[Data extracted from a collection]
┌──
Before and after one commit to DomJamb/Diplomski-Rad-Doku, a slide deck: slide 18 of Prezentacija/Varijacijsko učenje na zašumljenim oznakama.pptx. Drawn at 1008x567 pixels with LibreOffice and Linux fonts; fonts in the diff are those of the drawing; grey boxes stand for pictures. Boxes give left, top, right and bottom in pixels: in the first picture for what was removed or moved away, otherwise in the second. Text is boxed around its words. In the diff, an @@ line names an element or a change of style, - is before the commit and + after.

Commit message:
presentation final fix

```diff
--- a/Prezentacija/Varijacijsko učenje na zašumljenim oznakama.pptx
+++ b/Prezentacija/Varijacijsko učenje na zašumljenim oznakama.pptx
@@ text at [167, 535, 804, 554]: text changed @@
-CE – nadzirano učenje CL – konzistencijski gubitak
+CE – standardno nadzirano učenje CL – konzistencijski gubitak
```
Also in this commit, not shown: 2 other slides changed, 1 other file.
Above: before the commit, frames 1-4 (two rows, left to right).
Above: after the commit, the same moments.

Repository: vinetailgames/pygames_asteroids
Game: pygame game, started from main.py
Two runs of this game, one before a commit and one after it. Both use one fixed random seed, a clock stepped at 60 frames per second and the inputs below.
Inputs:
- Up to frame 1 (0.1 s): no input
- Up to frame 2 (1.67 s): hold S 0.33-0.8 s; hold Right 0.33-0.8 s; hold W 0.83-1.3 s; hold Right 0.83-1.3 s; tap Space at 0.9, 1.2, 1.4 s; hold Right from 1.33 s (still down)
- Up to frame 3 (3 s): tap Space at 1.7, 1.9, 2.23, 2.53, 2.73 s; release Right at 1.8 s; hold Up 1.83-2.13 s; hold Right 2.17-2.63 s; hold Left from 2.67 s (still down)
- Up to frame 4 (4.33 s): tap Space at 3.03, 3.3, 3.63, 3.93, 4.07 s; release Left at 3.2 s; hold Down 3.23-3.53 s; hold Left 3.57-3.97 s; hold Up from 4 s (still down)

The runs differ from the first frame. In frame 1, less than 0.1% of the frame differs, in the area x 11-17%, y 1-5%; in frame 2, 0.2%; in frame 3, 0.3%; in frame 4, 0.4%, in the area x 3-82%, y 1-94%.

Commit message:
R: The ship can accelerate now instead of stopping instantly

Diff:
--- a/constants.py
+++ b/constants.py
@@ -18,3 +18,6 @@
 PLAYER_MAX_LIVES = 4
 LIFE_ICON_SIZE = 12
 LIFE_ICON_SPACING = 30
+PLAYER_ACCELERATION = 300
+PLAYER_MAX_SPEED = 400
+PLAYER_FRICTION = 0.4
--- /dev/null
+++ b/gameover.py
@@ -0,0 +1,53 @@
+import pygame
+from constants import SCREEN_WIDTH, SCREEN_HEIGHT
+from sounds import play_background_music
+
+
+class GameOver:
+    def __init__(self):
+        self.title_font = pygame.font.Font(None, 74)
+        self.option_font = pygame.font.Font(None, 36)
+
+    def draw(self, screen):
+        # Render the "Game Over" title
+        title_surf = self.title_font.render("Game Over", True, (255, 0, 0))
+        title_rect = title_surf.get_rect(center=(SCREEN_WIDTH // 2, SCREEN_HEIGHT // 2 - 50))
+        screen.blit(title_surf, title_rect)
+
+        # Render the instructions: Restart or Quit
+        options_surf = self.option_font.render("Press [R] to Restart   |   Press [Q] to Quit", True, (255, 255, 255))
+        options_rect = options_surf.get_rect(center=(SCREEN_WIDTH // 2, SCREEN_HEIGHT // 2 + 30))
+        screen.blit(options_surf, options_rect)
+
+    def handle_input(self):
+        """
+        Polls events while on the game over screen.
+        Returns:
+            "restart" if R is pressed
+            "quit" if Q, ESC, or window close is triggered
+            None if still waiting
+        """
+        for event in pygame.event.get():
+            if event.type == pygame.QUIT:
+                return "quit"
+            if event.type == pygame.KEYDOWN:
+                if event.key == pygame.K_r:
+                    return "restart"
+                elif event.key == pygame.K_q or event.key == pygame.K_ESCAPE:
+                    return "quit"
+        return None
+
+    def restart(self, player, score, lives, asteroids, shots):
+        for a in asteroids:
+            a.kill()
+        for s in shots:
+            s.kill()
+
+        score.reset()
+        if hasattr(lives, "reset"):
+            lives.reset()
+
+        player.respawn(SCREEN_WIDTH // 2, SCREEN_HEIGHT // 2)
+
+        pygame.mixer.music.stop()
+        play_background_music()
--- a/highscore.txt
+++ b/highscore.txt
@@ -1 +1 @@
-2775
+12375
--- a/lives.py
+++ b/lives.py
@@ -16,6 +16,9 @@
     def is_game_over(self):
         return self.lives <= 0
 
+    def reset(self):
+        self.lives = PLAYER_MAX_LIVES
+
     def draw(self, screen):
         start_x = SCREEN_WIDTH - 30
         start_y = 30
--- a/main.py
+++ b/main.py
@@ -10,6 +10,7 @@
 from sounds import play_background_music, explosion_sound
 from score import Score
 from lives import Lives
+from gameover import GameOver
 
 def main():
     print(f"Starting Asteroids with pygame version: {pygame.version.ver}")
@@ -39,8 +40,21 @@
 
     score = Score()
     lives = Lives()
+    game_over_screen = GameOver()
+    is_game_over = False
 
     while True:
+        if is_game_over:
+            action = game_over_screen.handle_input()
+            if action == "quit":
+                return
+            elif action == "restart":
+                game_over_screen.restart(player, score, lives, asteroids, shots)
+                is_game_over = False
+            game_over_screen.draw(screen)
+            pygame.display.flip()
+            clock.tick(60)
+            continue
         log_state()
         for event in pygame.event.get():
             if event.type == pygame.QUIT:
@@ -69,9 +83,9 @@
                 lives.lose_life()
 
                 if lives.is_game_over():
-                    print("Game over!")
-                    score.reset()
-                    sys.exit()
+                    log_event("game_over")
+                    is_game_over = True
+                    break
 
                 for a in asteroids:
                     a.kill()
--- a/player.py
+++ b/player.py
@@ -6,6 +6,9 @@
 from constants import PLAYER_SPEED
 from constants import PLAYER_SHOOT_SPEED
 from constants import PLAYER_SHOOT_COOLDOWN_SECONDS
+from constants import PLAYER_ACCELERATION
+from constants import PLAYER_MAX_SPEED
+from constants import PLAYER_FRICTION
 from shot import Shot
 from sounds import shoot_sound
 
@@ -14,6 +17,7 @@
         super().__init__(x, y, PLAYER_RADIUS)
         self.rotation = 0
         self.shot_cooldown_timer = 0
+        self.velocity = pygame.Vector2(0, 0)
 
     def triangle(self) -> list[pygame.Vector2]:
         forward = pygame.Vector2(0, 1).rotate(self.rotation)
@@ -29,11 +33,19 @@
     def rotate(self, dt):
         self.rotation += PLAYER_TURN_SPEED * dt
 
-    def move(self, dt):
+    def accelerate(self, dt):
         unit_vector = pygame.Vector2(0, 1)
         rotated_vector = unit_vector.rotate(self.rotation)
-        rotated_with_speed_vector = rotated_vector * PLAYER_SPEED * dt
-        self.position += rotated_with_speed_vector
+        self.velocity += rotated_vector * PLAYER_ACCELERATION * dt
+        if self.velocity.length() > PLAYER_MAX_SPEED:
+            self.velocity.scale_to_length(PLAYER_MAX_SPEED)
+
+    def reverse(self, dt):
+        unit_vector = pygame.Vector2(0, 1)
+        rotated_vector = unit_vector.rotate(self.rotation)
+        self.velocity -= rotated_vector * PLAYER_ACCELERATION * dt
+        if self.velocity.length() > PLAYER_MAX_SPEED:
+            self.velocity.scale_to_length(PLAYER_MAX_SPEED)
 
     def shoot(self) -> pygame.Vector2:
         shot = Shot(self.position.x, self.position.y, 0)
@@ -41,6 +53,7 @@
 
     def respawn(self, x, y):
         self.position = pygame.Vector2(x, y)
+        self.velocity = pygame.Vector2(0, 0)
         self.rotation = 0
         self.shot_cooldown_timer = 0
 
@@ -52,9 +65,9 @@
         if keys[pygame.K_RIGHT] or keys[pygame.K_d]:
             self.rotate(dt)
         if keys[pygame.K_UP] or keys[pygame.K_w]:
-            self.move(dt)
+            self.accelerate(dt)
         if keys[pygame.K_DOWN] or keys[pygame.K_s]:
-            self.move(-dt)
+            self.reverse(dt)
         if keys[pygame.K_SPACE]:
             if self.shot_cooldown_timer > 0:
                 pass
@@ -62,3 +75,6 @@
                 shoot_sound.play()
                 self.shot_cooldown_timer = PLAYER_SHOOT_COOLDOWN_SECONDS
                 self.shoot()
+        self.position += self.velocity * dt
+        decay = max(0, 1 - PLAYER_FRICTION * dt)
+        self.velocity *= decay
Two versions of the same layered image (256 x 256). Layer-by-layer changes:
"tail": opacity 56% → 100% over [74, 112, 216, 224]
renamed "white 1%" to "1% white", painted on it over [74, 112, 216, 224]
└──
## [What to work on]
For each line above that contains the word "frames", give the line as it is written.

## [Task output]
Above: before the commit, frames 1-4 (two rows, left to right).
Two runs of this game, one before a commit and one after it. Both use one fixed random seed, a clock stepped at 60 frames per second and the inputs below.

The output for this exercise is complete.